Teil 1: Die Zwei Saeulen Der Reformation
Das Fundament aller Reformatoren war die Bibel. Aus ihr stammten die Wahrheiten, die zu den zwei tragenden Säulen der Reformation wurden: Christus als alleiniger Erlöser und Fürsprecher sowie die Identität des Anti-Christus, seines versteckten Widersachers.

Teil 2: Es werde Licht
Die zentrale Figur der Reformation war Martin Luther. Doch der Geist wahren Protestantismus’ ist kaum noch zu finden. Gehen Luthers Erben vor einem wiedererstarkenden Papsttum in die Knie?

Teil 3: Der vierte Mann im Feuer
Die Reformation hat bekräftigt, dass nur in Jesus Christus erlösende Macht zu finden ist, weil er Gottes Sohn ist. Dieser einzigartige Anspruch muss in der ökumenischen Bewegung in den Hintergrund gedrängt werden, will man ein gleichrangiges Miteinander aller Religionen erreichen. Die Treue der Nachfolger Jesu steht vor einer Feuerprobe, doch wie damals in Babylon wird Christus „der vierte Mann im Feuer“ sein.



Teil 4: Israels Erbe
Spätestens seit der Gründung des Staates Israel ist das jüdische Land im Brennpunkt politischen und religiösen Interesses. Jüdische Kultur, Feste und Traditionen werden wiederentdeckt, moderne Israel-Bewegungen blühen, messianische Juden bilden ein Bindeglied zwischen Judentum und Christentum. Wie ist all dies biblisch einzuordnen? Wer sind wirklich „Israels Erben“?

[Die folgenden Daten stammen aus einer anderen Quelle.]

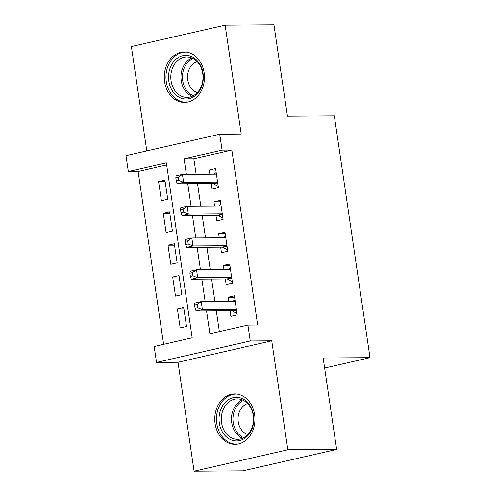 <?xml version="1.0" encoding="UTF-8"?>
<svg xmlns="http://www.w3.org/2000/svg" width="496" height="496" viewBox="0 0 496 496"><rect width="100%" height="100%" fill="white"/><g stroke="black" fill="none" stroke-linecap="round" stroke-linejoin="round"><path stroke-width="0.74" d="M164.598 81.722A25.215 20.1 -90.4 0 0 184.537 102.424A25.215 20.1 -90.4 0 0 204.123 72.689A25.215 20.1 -90.4 0 0 184.183 51.987A25.215 20.1 -90.4 0 0 164.598 81.722M215.09 423.652A25.215 20.1 -90.4 0 0 235.03 444.354A25.215 20.1 -90.4 0 0 254.615 414.619A25.215 20.1 -90.4 0 0 234.676 393.917A25.215 20.1 -90.4 0 0 215.09 423.652M166.65 164.97L138.099 171.498L128.34 171.566L125.99 155.657L219.734 134.23L222.078 150.133L184.078 158.819L186.372 174.35M324.626 368.032L370.01 357.659L334.316 115.921L287.451 116.244L273.947 24.8L225.122 25.141L131.384 46.568L146.791 150.902M370.01 357.659L323.144 357.982L336.648 449.432L242.904 470.859L194.085 471.2L287.829 449.767L271.74 340.826L250.263 340.975L156.519 362.409L154.169 346.506L192.175 337.813L166.34 162.874L128.34 171.566M271.74 340.826L178.002 362.26L194.085 471.2M178.002 362.26L156.519 362.409M138.099 171.498L163.624 344.342M336.648 449.432L287.829 449.767M211.253 183.545L212.071 189.112L218.407 187.662L215.586 168.578L209.256 170.023L209.87 174.189M215.946 215.351L216.771 220.918L223.107 219.468L220.286 200.384L213.95 201.835L214.57 205.995M220.646 247.157L221.47 252.724L227.8 251.274L224.986 232.19L218.649 233.641L219.263 237.801M225.345 278.963L226.164 284.53L232.5 283.086L229.679 264.002L223.349 265.447L223.963 269.613M183.911 308.797L177.37 308.841L180.191 327.924L186.521 326.473L183.706 307.39L177.37 308.841M179.217 276.985L172.676 277.035L175.491 296.118L181.827 294.667L179.006 275.584L172.676 277.035M174.518 245.179L167.977 245.222L170.798 264.312L177.128 262.861L174.313 243.778L167.977 245.222M169.824 213.373L163.283 213.416L166.098 232.5L172.434 231.055L169.613 211.972L163.283 213.416M167.735 199.243L164.92 180.16L158.584 181.61L161.405 200.694L167.735 199.243M206.541 310.936L209.907 333.765L247.913 325.072L257.678 325.004L231.843 150.065L193.843 158.751L196.131 174.282M197.513 183.638L200.83 206.094M202.213 215.444L205.53 237.9M206.906 247.256L210.223 269.706M211.606 279.062L214.923 301.512M216.306 310.868L219.362 331.601M230.039 310.775L230.863 316.343L237.193 314.892L234.379 295.808L228.042 297.253L228.656 301.419M219.734 134.23L241.211 134.081L225.122 25.141M231.843 150.065L222.078 150.133M247.913 325.072L250.263 340.975M187.748 183.706L191.065 206.162M192.448 215.512L195.765 237.968M197.148 247.324L200.458 269.774M201.841 279.13L205.158 301.58M193.843 158.751L184.078 158.819M234.583 297.209L228.042 297.253M165.125 181.567L158.584 181.61M229.89 265.403L223.349 265.447M225.19 233.597L218.649 233.641M220.491 201.785L213.95 201.835M215.797 169.979L209.256 170.023M194.599 305.028L195.071 308.208L197.606 307.625L197.135 304.445L194.599 305.028L194.885 303.056L201.221 301.611L235.197 301.376M197.135 304.445L201.221 301.611L202.393 309.56L196.063 311.011L231.601 310.763A3.23 1.922 77.1 0 1 232.364 310.986L237.026 313.745M236.375 309.324L202.393 309.56L197.606 307.625M232.736 301.388L234.961 299.758M195.071 308.208L196.063 311.011M253.518 415.214A21.824 17.391 89.6 0 1 239.587 440.597A21.824 17.391 89.6 0 1 219.313 423.032A21.824 17.391 89.6 0 1 233.244 397.656A21.824 17.391 89.6 0 1 253.518 415.214M221.557 422.735A20.206 16.101 -90.4 0 0 237.528 439.326A20.206 16.101 -90.4 0 0 253.227 415.499A20.206 16.101 -90.4 0 0 237.249 398.908A20.206 16.101 -90.4 0 0 221.557 422.735M247.857 434.515A15.909 12.679 89.6 0 1 238.26 421.873A15.909 12.679 89.6 0 1 247.647 403.577M237.113 394.084A25.054 19.97 -90.4 0 0 236.239 394.066A25.054 19.97 -90.4 0 0 216.777 423.615A25.054 19.97 -90.4 0 0 236.586 444.18A25.054 19.97 -90.4 0 0 237.46 444.149M197.216 93.831A21.824 17.391 89.6 0 1 172.695 91.314A21.824 17.391 89.6 0 1 174.623 60.555A21.824 17.391 89.6 0 1 199.15 63.073A21.824 17.391 89.6 0 1 197.216 93.831M176.44 61.783A20.206 16.101 -90.4 0 0 171.814 84.202A20.206 16.101 -90.4 0 0 187.042 97.396A20.206 16.101 -90.4 0 0 197.358 92.591A20.206 16.101 -90.4 0 0 201.984 70.172A20.206 16.101 -90.4 0 0 186.756 56.978A20.206 16.101 -90.4 0 0 176.44 61.783M197.371 92.585A15.909 12.679 89.6 0 1 187.916 80.817A15.909 12.679 89.6 0 1 191.995 64.964A15.909 12.679 89.6 0 1 197.154 61.647M186.62 52.154A25.054 19.97 -90.4 0 0 185.746 52.136A25.054 19.97 -90.4 0 0 172.955 58.088A25.054 19.97 -90.4 0 0 167.22 85.895A25.054 19.97 -90.4 0 0 186.093 102.25A25.054 19.97 -90.4 0 0 186.967 102.219M189.906 273.222L190.371 276.402L192.907 275.819L192.436 272.639L189.906 273.222L190.191 271.25L196.521 269.799L230.504 269.564M192.436 272.639L196.521 269.799L197.699 277.754L191.363 279.205L226.901 278.957A3.23 1.922 77.1 0 1 227.67 279.18L232.326 281.939M231.675 277.518L197.699 277.754L192.907 275.819M228.042 269.582L230.262 267.952M190.371 276.402L191.363 279.205M185.206 241.409L185.678 244.59L188.207 244.013L187.742 240.833L185.206 241.409L185.492 239.444L191.828 237.993L225.804 237.758M187.742 240.833L191.828 237.993L193 245.948L186.67 247.392L222.208 247.151A3.23 1.922 77.1 0 1 222.971 247.374L227.633 250.127M226.982 245.712L193 245.948L188.207 244.013M223.343 237.776L225.568 236.146M185.678 244.59L186.67 247.392M180.513 209.603L180.978 212.784L183.514 212.207L183.043 209.027L180.513 209.603L180.798 207.632L187.128 206.187L221.111 205.952M183.043 209.027L187.128 206.187L188.306 214.136L181.97 215.586L217.508 215.338A3.23 1.922 77.1 0 1 218.271 215.568L222.933 218.321M222.282 213.9L188.306 214.136L183.514 212.207M218.649 205.97L220.869 204.34M180.978 212.784L181.97 215.586M175.813 177.797L176.285 180.978L178.814 180.395L178.349 177.215L175.813 177.797L176.099 175.826L182.435 174.381L216.411 174.146M178.349 177.215L182.435 174.381L183.607 182.33L177.27 183.78L212.815 183.532A3.23 1.922 77.1 0 1 213.578 183.756L218.24 186.515M217.583 182.094L183.607 182.33L178.814 180.395M213.95 174.158L216.175 172.534M176.285 180.978L177.27 183.78M236.48 310.05L232.364 310.986M236.425 309.659L231.601 310.763M242.612 438.253A20.206 16.101 89.6 0 1 231.731 422.666A20.206 16.101 89.6 0 1 242.346 399.912M243.586 400.489A19.542 15.574 -90.4 0 0 233.213 422.542A19.542 15.574 -90.4 0 0 243.84 437.658M192.119 96.323A20.206 16.101 89.6 0 1 181.282 81.009A20.206 16.101 89.6 0 1 186.614 61.709A20.206 16.101 89.6 0 1 191.853 57.982M193.093 58.559A19.542 15.574 -90.4 0 0 187.922 62.211A19.542 15.574 -90.4 0 0 182.776 80.941A19.542 15.574 -90.4 0 0 193.347 95.728M231.781 278.237L227.67 279.18M231.725 277.853L226.901 278.957M227.087 246.431L222.971 247.374M227.032 246.047L222.208 247.151M222.388 214.625L218.271 215.568M222.332 214.235L217.508 215.338M217.694 182.819L213.578 183.756M217.632 182.429L212.815 183.532M236.239 394.066L236.952 394.066M236.586 444.18L237.299 444.174M185.746 52.136L186.459 52.13M186.093 102.25L186.806 102.244"/></g></svg>
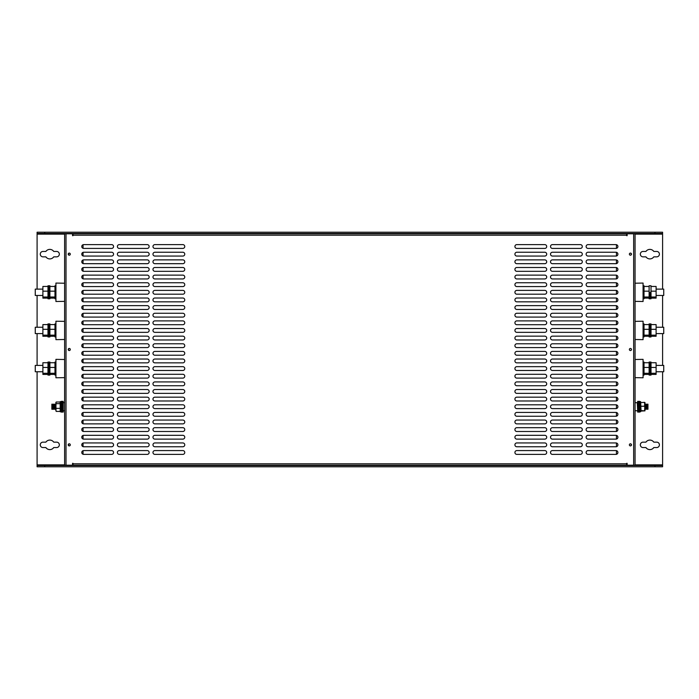 <?xml version="1.0" encoding="UTF-8"?>
<svg xmlns="http://www.w3.org/2000/svg" width="699" height="699" viewBox="0 0 699 699"><rect width="100%" height="100%" fill="white"/><g stroke="black" fill="none" stroke-linecap="round" stroke-linejoin="round"><path stroke-width="1.05" d="M54.976 324.589L49.891 324.589L49.891 336.271L54.976 336.271M49.891 335.144L54.976 335.144M49.891 329.308L54.976 329.308M55.929 285.777L54.976 285.777L54.976 298.805L55.929 298.805M62.159 401.357L62.159 412.069L61.11 412.069L61.11 401.357L62.159 401.357L62.159 412.069L63.207 412.069L63.207 401.357L62.159 401.357M61.11 401.689L60.193 401.689L60.193 411.728L61.11 411.728M638.703 401.357L638.703 412.069L639.751 412.069L639.751 401.357L638.703 401.357L638.703 412.069L637.654 412.069L637.654 401.357L638.703 401.357M54.976 367.447L49.891 367.447M49.891 362.729L54.976 362.729M49.891 374.411L54.976 374.411M49.891 373.283L54.976 373.283M653.801 256.848A4.771 4.771 0 0 1 645.946 256.848L643.045 256.848A2.7 2.7 0 0 1 640.336 254.148A2.7 2.7 0 0 1 643.045 251.448L645.946 251.448A4.771 4.771 0 0 1 653.801 251.448L656.711 251.448A2.7 2.7 0 0 1 659.41 254.148A2.7 2.7 0 0 1 656.711 256.848L653.801 256.848M653.801 447.552A4.771 4.771 0 0 1 645.946 447.552L643.045 447.552A2.7 2.7 0 0 1 640.336 444.852A2.7 2.7 0 0 1 643.045 442.152L645.946 442.152A4.771 4.771 0 0 1 653.801 442.152L656.711 442.152A2.7 2.7 0 0 1 659.41 444.852A2.7 2.7 0 0 1 656.711 447.552L653.801 447.552M53.736 447.552A4.771 4.771 0 0 1 45.881 447.552L42.971 447.552A2.7 2.7 0 0 1 40.271 444.852A2.7 2.7 0 0 1 42.971 442.152L45.881 442.152A4.771 4.771 0 0 1 53.736 442.152L56.636 442.152A2.7 2.7 0 0 1 59.336 444.852A2.7 2.7 0 0 1 56.636 447.552L53.736 447.552M53.736 256.848A4.771 4.771 0 0 1 45.881 256.848L42.971 256.848A2.7 2.7 0 0 1 40.271 254.148A2.7 2.7 0 0 1 42.971 251.448L45.881 251.448A4.771 4.771 0 0 1 53.736 251.448L56.636 251.448A2.7 2.7 0 0 1 59.336 254.148A2.7 2.7 0 0 1 56.636 256.848L53.736 256.848M37.091 371.746L37.091 466.783L662.591 466.783L662.591 371.746M662.591 365.394L662.591 333.606M662.591 327.254L662.591 295.467M662.591 289.115L662.591 234.13L635.068 234.13M64.614 234.13L37.091 234.13L37.091 289.115M37.091 295.467L37.091 327.254M37.091 333.606L37.091 365.394M662.591 233.492L654.963 233.492L654.963 232.217L662.591 232.217L662.591 234.13M37.091 234.13L37.091 232.217L44.719 232.217L44.719 233.492L37.091 233.492M654.963 233.492L44.719 233.492M37.091 465.508L662.591 465.508M654.963 466.783L654.963 465.508M654.963 232.217L44.719 232.217M44.719 465.508L44.719 466.783M48.939 368.574L48.939 375.083L47.978 375.083L47.978 362.056L48.939 362.056L48.939 375.083L49.891 375.083L49.891 362.056L48.939 362.056L48.939 368.574M64.614 283.226L55.929 283.069L55.929 301.505L64.614 301.356M64.614 321.365L55.929 321.217L55.929 339.644L64.614 339.496M650.061 336.944L650.061 323.917L651.022 323.917L651.022 336.944L650.061 336.944L650.061 323.917L649.109 323.917L649.109 336.944L650.061 336.944M663.735 327.254L663.735 333.606L663.735 327.254L656.108 327.254M663.735 333.606L656.108 333.606M649.109 291.168L644.024 291.168L644.024 286.45L649.109 286.45M649.109 297.005L644.024 297.005L644.024 298.132L649.109 298.132M644.024 297.005L644.024 291.168M47.978 362.729L42.892 362.729L42.892 374.411L47.978 374.411M42.892 373.283L47.978 373.283M42.892 367.447L47.978 367.447M641.035 406.233L644.618 406.233L644.985 408.408L644.976 410.863L641.035 410.584L640.677 402.554M641.035 411.064L644.976 410.863M644.985 409.256L644.985 404.171M644.618 406.233L644.618 402.362L640.66 402.598M644.976 402.554L644.618 410.584M69.411 445.883A1.048 1.048 0 0 1 69.411 443.813M69.411 350.54A1.048 1.048 0 0 1 69.411 348.46M69.411 255.187A1.048 1.048 0 0 1 69.411 253.117M73.011 465.193L72.547 465.193L72.547 463.332L73.011 463.332L73.011 465.193L626.671 465.193L626.671 463.332L627.134 463.332L627.134 465.193L616.439 465.193M72.547 233.807L73.011 233.807L73.011 235.668L72.547 235.668L72.547 233.807L64.614 233.807L64.614 465.193L72.547 465.193M72.547 464.145A1.905 1.905 0 0 0 72.748 463.332M72.748 235.668A1.905 1.905 0 0 0 72.547 234.855M83.05 244.72L83.05 248.32M83.05 252.348L83.05 255.948M83.05 259.976L83.05 263.575M83.05 267.612L83.05 271.203M83.05 275.24L83.05 278.831M83.05 282.868L83.05 286.459M83.05 290.496L83.05 294.087M83.05 298.123L83.05 301.715M83.05 305.751L83.05 309.342M83.05 313.379L83.05 316.97M83.05 321.007L83.05 324.598M83.05 328.635L83.05 332.226M83.05 336.263L83.05 339.854M83.05 343.891L83.05 347.482M83.05 351.518L83.05 355.109M83.05 359.146L83.05 362.737M83.05 366.774L83.05 370.365M83.05 374.402L83.05 377.993M83.05 382.03L83.05 385.621M83.05 389.658L83.05 393.249M83.05 397.285L83.05 400.877M83.05 404.913L83.05 408.504M83.05 412.541L83.05 416.132M83.05 420.169L83.05 423.76M83.05 427.797L83.05 431.388M83.05 435.425L83.05 439.024M83.05 443.052L83.05 446.652M83.05 450.68L83.05 454.28M644.024 335.144L649.109 335.144L649.109 336.271L644.024 336.271M644.024 329.308L649.109 329.308L649.109 335.144M644.024 324.589L649.109 324.589L649.109 329.308M63.207 410.732L64.614 410.732M63.207 402.685L64.614 402.685M645.212 408.81L645.212 404.607M645.693 404.171L645.693 409.256L645.518 404.171M646.007 408.81L646.007 404.607M646.488 404.171L646.488 409.256L646.313 404.171M646.802 408.81L646.802 404.607M647.283 404.171L647.283 409.256L647.108 404.171M647.589 408.81L647.589 404.607M647.947 404.171L647.947 409.256L647.903 404.171M635.068 377.643L643.071 377.783L643.071 359.356L635.068 359.496M650.061 292.287L650.061 298.805L650.061 292.287M651.022 298.805L651.022 285.777L649.109 285.777L649.109 298.805L651.022 298.805M651.022 335.144L656.108 335.144L656.108 336.271L651.022 336.271M651.022 329.308L656.108 329.308L656.108 335.144M651.022 324.589L656.108 324.589L656.108 329.308M649.109 374.411L644.024 374.411M644.024 373.283L649.109 373.283M644.024 367.447L649.109 367.447M644.024 362.729L649.109 362.729M637.654 410.348L637.27 402.685L635.068 402.685M637.27 410.732L635.068 410.732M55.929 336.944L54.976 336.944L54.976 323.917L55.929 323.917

Teil 5: Sie haben dein Gesetz aufgehoben Teil 1
Die Reformation verwarf menschliche Tradition und baute allein auf die Bibel, in deren Zentrum die Zehn Gebote stehen. Um deren ewige Gültigkeit zu unterstreichen, schrieb Gott sie eigenhändig auf zwei Steintafeln. Doch die Menschheit hat von jeher versucht, eine „neue Weltordnung“ ohne Gottes Ordnungen zu verwirklichen – allen voran eine scheinbar christliche Macht, die nicht davor zurückschreckte, einzelne Gebote zu verändern oder sogar aufzuheben.



Teil 6: Sie haben dein Gesetz aufgehoben Teil 2
Im Streit um die Wahrheit gaben die Reformatoren dem Wort Gottes mehr Gewicht als kirchlicher Autorität. Der göttliche Maßstab für Recht und Unrecht sind die Zehn Gebote. Sie bilden mehr oder weniger direkt die Grundlage jeder dauerhaften Gesellschaftsordnung. Ihre Prinzipien sind vernünftig nachvollziehbar und haben sich über Jahrtausende bewährt. Um so erschreckender ist die Feststellung, dass die heutige Gesetzgebung dabei ist, jedes einzelne Gebot Gottes mit menschlichen Regeln zu ersetzen.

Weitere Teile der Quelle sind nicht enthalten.